Question

If ${\tan }^{-1}y=4{\tan }^{-1}x(|x|<\tan \frac{\pi }{8})$, then which of the following options is (are) CORRECT?

• A. $\tan \frac{\pi }{8}$ is a root of $x^4+6x^2-1=0$
• B. $\tan \frac{\pi }{8}$ is a root of $x^4-6x^2+1=0$
• C. $\tan \frac{\pi }{16}$ is a root of $x^4+4x^3-6x^2-4x+1=0$
• D. $\tan \frac{\pi }{16}$ is a root of $x^4-4x^3-6x^2+4x+1=0$

Answer 1

Answer: (B), (C)

The correct options are
B $\tan \frac{\pi }{8}$ is a root of $x^4-6x^2+1=0$
C $\tan \frac{\pi }{16}$ is a root of $x^4+4x^3-6x^2-4x+1=0$

${\tan }^{-1}y=4{\tan }^{-1}x$
$\Rightarrow {\tan }^{-1}y=2{\tan }^{-1}\left(\frac{2x}{1-x^2}\right)$ as $|x|<1$

Since, $\tan 2A=\frac{2\tan A}{1-{\tan }^{2}A}$
$\Rightarrow \tan \frac{\pi }{4}=\frac{2\tan \frac{\pi }{8}}{1-{\tan }^2\frac{\pi }{8}}=1$
$\Rightarrow 2\tan \frac{\pi }{8}=1-{\tan }^2\frac{\pi }{8}$
$\Rightarrow {(1+\tan \frac{\pi }{8})}^2=2$
Now, $|x|<\tan \frac{\pi }{8}$
$\Rightarrow (1+|x|{)}^2<2$
$\Rightarrow 1+x^2+2|x|<2$
$\Rightarrow 2|x|<1-x^2$
$\Rightarrow \left|\frac{2x}{1-x^2}\right|<1$
So, we can use the property
$2{\tan }^{-1}x={\tan }^{-1}\frac{2x}{1-x^2},\text{if}|x|<1$

$\therefore {\tan }^{-1}y={\tan }^{-1}\frac{\frac{4x}{1-x^2}}{1-\frac{4x^2}{(1-x^2{)}^2}}$
$\Rightarrow {\tan }^{-1}y={\tan }^{-1}\frac{4x(1-x^2)}{x^4-6x^2+1}$
$\Rightarrow y=\frac{4x(1-x^2)}{x^4-6x^2+1}$

If $x=\tan \frac{\pi }{8}$,
then ${\tan }^{-1}y=4{\tan }^{-1}x=\frac{\pi }{2}$
$\Rightarrow y=\frac{1}{0}=\frac{4x(1-x^2)}{x^4-6x^2+1}\Rightarrow x^4-6x^2+1=0$
Hence, $\tan \frac{\pi }{8}$ is a root of $x^4-6x^2+1=0$.
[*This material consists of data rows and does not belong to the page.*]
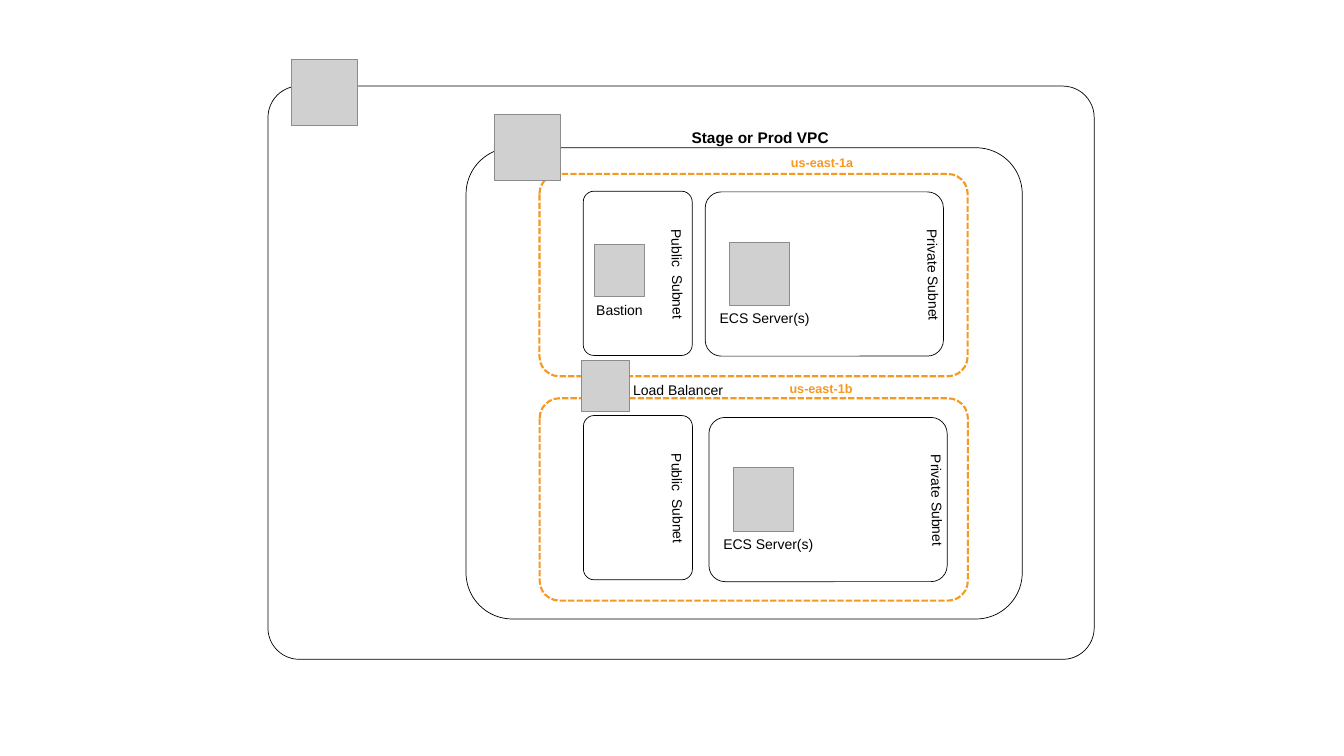
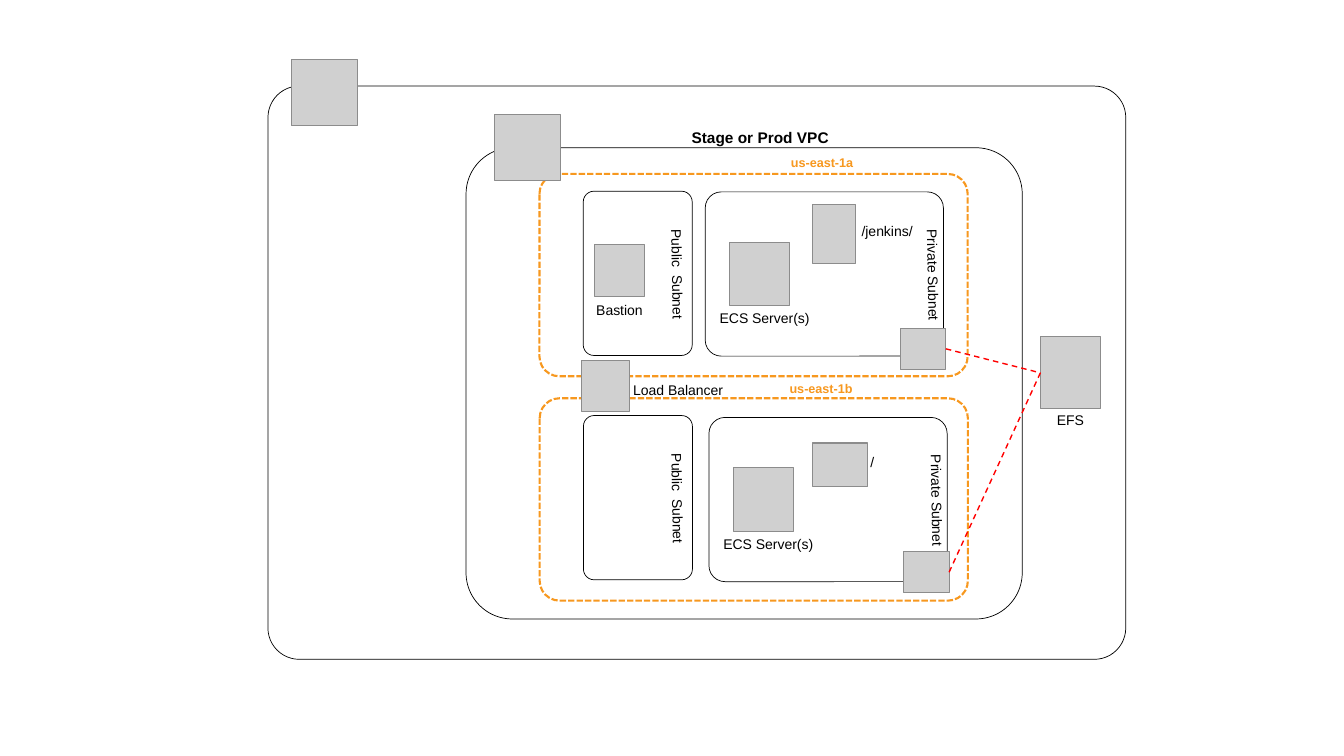
Before and after one commit to ICFI/eagle, a slide deck: slide 1 of pipeline/diagrams/architecture.pptx. Drawn at 1344x756 pixels with LibreOffice and Linux fonts; fonts in the diff are those of the drawing; grey boxes stand for pictures; background and template pictures are left out. Boxes give left, top, right and bottom in pixels: in the first picture for what was removed or moved away, otherwise in the second. Text is boxed around its words. In the diff, an @@ line names an element or a change of style, - is before the commit and + after.

Commit message:
jenkins container added and nginx container swapped out with eagle

```diff
--- a/pipeline/diagrams/architecture.pptx
+++ b/pipeline/diagrams/architecture.pptx
@@ rounded rectangle: place and size @@
-rounded rectangle at (268, 86, 1095, 659)
+rounded rectangle at (268, 86, 1126, 659)
@@ picture added at (813, 204, 856, 263) @@
@@ text added at (862, 226, 913, 239), 10 pt, text #000000 @@
+/jenkins/
@@ picture added at (900, 329, 946, 370) @@
@@ line added from (946, 349) to (1041, 373), #FF0000 1 pt dashed @@
@@ picture added at (1041, 337, 1100, 408) @@
@@ line added from (950, 573) to (1041, 373), #FF0000 1 pt dashed @@
@@ text added at (1057, 415, 1084, 425), 10 pt, text #000000 @@
+EFS
@@ picture added at (813, 444, 867, 487) @@
@@ text added at (861, 449, 979, 476), 10 pt, text #000000 @@
+/
@@ picture added at (903, 552, 949, 593) @@
```
Also in this commit, not shown: 13 other files.

If $x=\tan \frac{\pi }{16}$,
then ${\tan }^{-1}y=4{\tan }^{-1}x=\frac{\pi }{4}$
$\Rightarrow y=1=\frac{4x(1-x^2)}{x^4-6x^2+1}\Rightarrow x^4+4x^3-6x^2-4x+1=0$
Hence, $\tan \frac{\pi }{16}$ is a root of $x^4+4x^3-6x^2-4x+1=0$.